Method: Filter Decomposition

Model Compression

The goal of model compression is to achieve a model that is simplified from the original without performance deterioration. By compressing the large model, the user can reduce the storage and computational cost and allow to use in real-time applications.

NetsPresso supports the following compression methods.

Structured Pruning
Filter Decomposition

This page describes for Filter Decomposition.

What is "Filter Decomposition"?

Filter decomposition is to approximate original weights into lightweight representations via low-rank approximations to reduce the computational cost.

Supported method

Model Compressor supports the three following methods, Tucker Decomposition, Singular Value Decomposition (SVD), and Canonical Polyadic (CP) Decomposition.

1) Tucker Decomposition
Tucker decomposition decomposes the convolution with a 4D kernel tensor into two factor matrices and one small core tensor.

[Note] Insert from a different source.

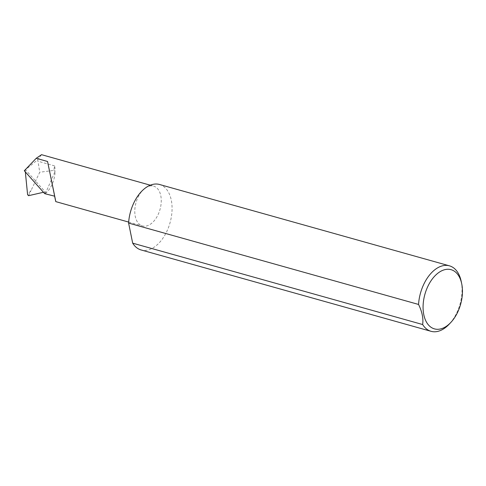 <?xml version="1.0" encoding="UTF-8"?>
<svg xmlns="http://www.w3.org/2000/svg" width="486" height="486" viewBox="0 0 486 486"><rect width="100%" height="100%" fill="white"/><g stroke="black" fill="none" stroke-linecap="round" stroke-linejoin="round"><path stroke-width="0.36" stroke-dasharray="2.43 1.82" d="M144.488 188.69A20.673 12.472 105.7 0 0 134.822 209.739A20.673 12.472 105.7 0 0 142.434 225.935A20.673 12.472 105.7 0 0 151.547 223.372A20.673 12.472 105.7 0 0 161.218 202.322A20.673 12.472 105.7 0 0 153.606 186.126A20.673 12.472 105.7 0 0 144.488 188.69M461.202 281.351A34.008 20.515 -74.3 0 1 449.185 324.192M159.481 184.473A34.008 20.515 -74.3 0 1 172.001 211.106A34.008 20.515 -74.3 0 1 156.097 245.74A34.008 20.515 -74.3 0 1 141.104 249.956M24.3 170.744L37.72 159.718L39.755 172.214L31.092 190.397L27.599 194.692M25.151 170.136L25.327 171.898M44.7 193.659L45.198 191.879L25.515 169.766M45.198 191.879L43.467 192.28M28.553 195.682L31.092 190.397M41.547 154.682L37.72 159.718M53.818 170.422L55.064 171.485A20.673 12.472 105.7 0 0 54.59 165.896L53.818 170.422L39.755 172.214M45.356 193.574A20.673 12.472 105.7 0 0 55.064 171.485L45.356 193.574M54.59 165.896L38.03 161.249M128.669 222.078L142.434 225.935M150.283 185.19L153.606 186.126"/><path stroke-width="0.73" d="M47.555 161.486L54.195 193.622C56.765 206.258 55.665 201.198 54.614 196.174L44.7 193.659L24.3 170.744L36.219 158.308L47.555 161.486L55.787 201.623L128.669 222.078M437.515 273.497A30.74 18.541 105.7 0 0 423.786 314.649A30.74 18.541 105.7 0 0 448.013 325.067A30.74 18.541 105.7 0 0 450.832 322.437A30.74 18.541 105.7 0 0 461.7 283.709A30.74 18.541 105.7 0 0 437.515 273.497M450.832 322.437L449.185 324.192A34.008 20.515 -74.3 0 1 446.063 327.102A34.008 20.515 -74.3 0 1 431.07 331.318A34.008 20.515 -74.3 0 1 422.65 324.533C423.494 318.464 422.127 311.769 418.561 304.449A34.008 20.515 -74.3 0 1 434.454 270.052A34.008 20.515 -74.3 0 1 449.447 265.836A34.008 20.515 -74.3 0 1 461.202 281.351L461.7 283.709M418.561 304.449L128.602 223.086A34.008 20.515 -74.3 0 1 144.488 188.69A34.008 20.515 -74.3 0 1 159.481 184.473L449.447 265.836M25.327 171.898L27.599 194.692L28.553 195.682L43.467 192.28M36.219 158.308L41.547 154.682L150.283 185.19M422.65 324.533L132.684 243.164A34.008 20.515 -74.3 0 0 141.104 249.956L431.07 331.318M128.602 223.086L132.684 243.164"/></g></svg>

In Channel : The number of input channel in each layer.
Out Channel : The number of output channel in each layer.
In Rank : The number of input channel of core tensor that represent relation level of low-rank factor matrix.
Out Rank : The number of output channel of core tensor that represent relation level of low-rank factor matrix.

2) Singular Value Decomposition (SVD)

Singular Value Decomposition (SVD) decomposes the pointwise convolution or fully-connected layer into two pointwise or fully-connected layers.

In Channel: The number of input channels of the target layer
Out Channel: The number of output channels of the target layer
Rank: The condition number of weight matrix W

3) Canonical Polyadic (CP) Decomposition
CP Decomposition replaces an original tensor with a linear combination of rank one tensors.

In Channel : The number of input channel in each layer.
Out Channel : The number of output channel in each layer.
Rank : A sum of N-way outer products of rank-one tensor for estimating original convolution filter.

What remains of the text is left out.